• _How to complete this task_: The required answer is each line in the entries below where "turned" occurs.

[Data for the task]

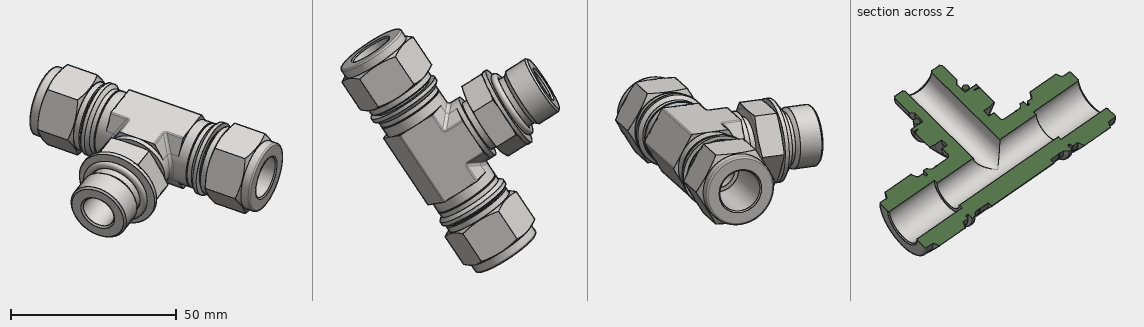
import cadquery as cq
import math

RUN_LENGTH = 75.2
BRANCH_END = 37.9

BARREL_DIA = 20.6
BLOCK_HALF_LENGTH = 12.3
BRANCH_FLAT_END = 12.5
BRANCH_BARREL_END = 14.1
EDGE_FILLET = 0.5
VALLEY_FILLET = 1.0

BORE_DIA = 10.4
STUD_MOUTH_DIA = 11.5
TUBE_DIA = 12.9
TUBE_MOUTH_DIA = 13.75
TUBE_DEPTH = 18.05

HEX_CORNER_DIA = 25.7
HEX_CHAMFER_START_DIA = 21.8

BARREL_GROOVE_IN = 15.6
BARREL_GROOVE_OUT = 15.9
BARREL_GROOVE_DIA = 20.3
CONE_IN = 17.4
CONE_OUT = 18.5
FLANGE_OUT = 19.7
FLANGE_DIA = 23.0
GAP_OUT = 20.45
GAP_DIA = 19.0
SKIRT_DIA = 21.5
SKIRT_CHAMFER = 0.3
TUBE_NUT_IN = 22.55
TUBE_NUT_OUT = 34.6
TUBE_NUT_CHAMFER = 0.9
NUT_COLLAR_DIA = 21.8
NUT_COLLAR_FILLET = 0.5

NECK_DIA = 16.7
LOCKNUT_IN = 16.4
LOCKNUT_OUT = 24.15
LOCKNUT_CHAMFER = 0.4
WASHER_OUT = 25.4
THREAD_CONE_START = 29.2
THREAD_START = 30.4
THREAD_DIA = 18.9
THREAD_CHAMFER = 0.6

RING_OUTER_DIA = 21.5
RING_SECTION_DIA = 2.2

FLANK_SLOPE = math.radians(30)
BARREL_RADIUS = BARREL_DIA / 2
FLAT_HALF_WIDTH = BARREL_RADIUS * math.tan(FLANK_SLOPE)
FLANK_TANGENT_ANGLE = 150
TOLERANCE = 0.01


def revolve_along_x(stations):
    """Solid of revolution about X from (distance, diameter) stations."""
    points = [(x, dia / 2) for x, dia in stations]
    outline = [(points[0][0], 0)] + points + [(points[-1][0], 0)]
    return cq.Workplane("XY").polyline(outline).close().revolve(360, (0, 0, 0), (1, 0, 0))


def to_branch(shape):
    """Turn a shape built along +X so that it points along -Y."""
    return shape.rotate((0, 0, 0), (0, 0, 1), -90)


def to_left(shape):
    return shape.mirror("YZ")


def chamfered_hexagon(start, end, chamfer):
    """Hexagon along X with flats facing +-Z and conically turned corners."""
    hexagon = cq.Workplane("YZ", origin=(start, 0, 0)).polygon(6, HEX_CORNER_DIA).extrude(end - start)
    turned = revolve_along_x([
        (start, HEX_CHAMFER_START_DIA),
        (start + chamfer, HEX_CORNER_DIA),
        (end - chamfer, HEX_CORNER_DIA),
        (end, HEX_CHAMFER_START_DIA),
    ])
    return hexagon.intersect(turned)


def leg(start, end, right_corner_is_round):
    """Bar along X: flats on +-Z, flanks blending into the barrel on -Y and, if asked, on +Y."""
    tangent_y = BARREL_RADIUS * math.cos(FLANK_SLOPE)
    tangent_z = BARREL_RADIUS * math.sin(FLANK_SLOPE)
    outline = (
        cq.Workplane("YZ", origin=(start, 0, 0))
        .moveTo(FLAT_HALF_WIDTH, BARREL_RADIUS)
        .lineTo(-FLAT_HALF_WIDTH, BARREL_RADIUS)
        .lineTo(-tangent_y, tangent_z)
        .threePointArc((-BARREL_RADIUS, 0), (-tangent_y, -tangent_z))
        .lineTo(-FLAT_HALF_WIDTH, -BARREL_RADIUS)
        .lineTo(FLAT_HALF_WIDTH, -BARREL_RADIUS)
    )
    if right_corner_is_round:
        outline = outline.lineTo(tangent_y, -tangent_z)
        outline = outline.threePointArc((BARREL_RADIUS, 0), (tangent_y, tangent_z))
    else:
        outline = outline.lineTo(2 * FLAT_HALF_WIDTH, 0)
    return outline.close().extrude(end - start)


def valley_edges(block):
    """Edges lying in the 45 degree planes where the branch meets the run."""
    def in_valley(edge):
        points = [edge.positionAt(t) for t in (0, 0.5, 1)]
        return all(abs(abs(p.x) + p.y) < TOLERANCE for p in points)
    return block.newObject([edge for edge in block.edges().vals() if in_valley(edge)])


def long_edges(block):
    """Borders of the two flats and the back corner, without the edges on the cut ends."""
    def on_cut_end(edge):
        box = edge.BoundingBox()
        at_run_end = box.xlen < TOLERANCE and abs(abs(box.xmin) - BLOCK_HALF_LENGTH) < TOLERANCE
        at_branch_end = box.ylen < TOLERANCE and abs(box.ymin + BRANCH_FLAT_END) < TOLERANCE
        return at_run_end or at_branch_end

    borders = block.faces("|Z").edges().vals() + block.edges(">Y").vals()
    return block.newObject([edge for edge in borders if not on_cut_end(edge)])


def tee_block():
    run = leg(-BLOCK_HALF_LENGTH, BLOCK_HALF_LENGTH, False)
    branch = leg(0, BRANCH_FLAT_END, True)
    block = run.union(to_branch(branch))
    block = valley_edges(block).fillet(VALLEY_FILLET)
    return long_edges(block).fillet(EDGE_FILLET)


def run_end():
    """Barrel, flange and tube nut on the +X side."""
    half_length = RUN_LENGTH / 2
    turned = revolve_along_x([
        (BLOCK_HALF_LENGTH, BARREL_DIA),
        (BARREL_GROOVE_IN, BARREL_DIA),
        (BARREL_GROOVE_IN, BARREL_GROOVE_DIA),
        (BARREL_GROOVE_OUT, BARREL_GROOVE_DIA),
        (BARREL_GROOVE_OUT, BARREL_DIA),
        (CONE_IN, BARREL_DIA),
        (CONE_OUT, FLANGE_DIA),
        (FLANGE_OUT, FLANGE_DIA),
        (FLANGE_OUT, GAP_DIA),
        (GAP_OUT, GAP_DIA),
        (GAP_OUT, SKIRT_DIA - 2 * SKIRT_CHAMFER),
        (GAP_OUT + SKIRT_CHAMFER, SKIRT_DIA),
        (TUBE_NUT_IN, SKIRT_DIA),
        (TUBE_NUT_IN, NUT_COLLAR_DIA),
        (half_length, NUT_COLLAR_DIA),
    ])
    turned = turned.faces(">X").edges().fillet(NUT_COLLAR_FILLET)
    return turned.union(chamfered_hexagon(TUBE_NUT_IN, TUBE_NUT_OUT, TUBE_NUT_CHAMFER))


def stud_end():
    """Neck, locknut, washer and threaded end, built along +X."""
    turned = revolve_along_x([
        (BRANCH_FLAT_END, BARREL_DIA),
        (BRANCH_BARREL_END, BARREL_DIA),
        (BRANCH_BARREL_END, NECK_DIA),
        (LOCKNUT_OUT, NECK_DIA),
        (LOCKNUT_OUT, HEX_CORNER_DIA),
        (WASHER_OUT, HEX_CORNER_DIA),
        (WASHER_OUT, NECK_DIA),
        (THREAD_CONE_START, NECK_DIA),
        (THREAD_START, THREAD_DIA),
        (BRANCH_END - THREAD_CHAMFER, THREAD_DIA),
        (BRANCH_END, THREAD_DIA - 2 * THREAD_CHAMFER),
    ])
    turned = turned.rotate((0, 0, 0), (1, 0, 0), FLANK_TANGENT_ANGLE)
    return turned.union(chamfered_hexagon(LOCKNUT_IN, LOCKNUT_OUT, LOCKNUT_CHAMFER))


def run_bore():
    """Cutter along the whole run: waterway in the middle, tube socket at each end."""
    half_length = RUN_LENGTH / 2
    shoulder = half_length - TUBE_DEPTH
    mouth = half_length - (TUBE_MOUTH_DIA - TUBE_DIA) / 2
    right_half = [
        (shoulder, BORE_DIA),
        (shoulder, TUBE_DIA),
        (mouth, TUBE_DIA),
        (half_length, TUBE_MOUTH_DIA),
    ]
    left_half = [(-x, dia) for x, dia in reversed(right_half)]
    return revolve_along_x(left_half + right_half)


def stud_bore():
    """Cutter along the branch, built along +X, with a chamfered mouth."""
    mouth = BRANCH_END - (STUD_MOUTH_DIA - BORE_DIA) / 2
    return revolve_along_x([
        (0, BORE_DIA),
        (mouth, BORE_DIA),
        (BRANCH_END, STUD_MOUTH_DIA),
    ])


def fitting_body():
    body = tee_block().union(run_end()).union(to_left(run_end())).union(to_branch(stud_end()))
    return body.cut(run_bore().union(to_branch(stud_bore())))


def o_ring():
    """Seal lying against the washer around the neck."""
    section_radius = RING_SECTION_DIA / 2
    centre_radius = RING_OUTER_DIA / 2 - section_radius
    seal = (
        cq.Workplane("XY")
        .center(WASHER_OUT + section_radius, centre_radius)
        .circle(section_radius)
        .revolve(360, (0, -centre_radius, 0), (1, -centre_radius, 0))
    )
    return to_branch(seal)


body = fitting_body()
seal = o_ring()

result = cq.Compound.makeCompound([body.val(), seal.val()])

[/Data for the task]

• _Output for this exercise_:
    """Hexagon along X with flats facing +-Z and conically turned corners."""
    turned = revolve_along_x([
    return hexagon.intersect(turned)
    turned = revolve_along_x([
    turned = turned.faces(">X").edges().fillet(NUT_COLLAR_FILLET)
    return turned.union(chamfered_hexagon(TUBE_NUT_IN, TUBE_NUT_OUT, TUBE_NUT_CHAMFER))
    turned = revolve_along_x([
    turned = turned.rotate((0, 0, 0), (1, 0, 0), FLANK_TANGENT_ANGLE)
    return turned.union(chamfered_hexagon(LOCKNUT_IN, LOCKNUT_OUT, LOCKNUT_CHAMFER))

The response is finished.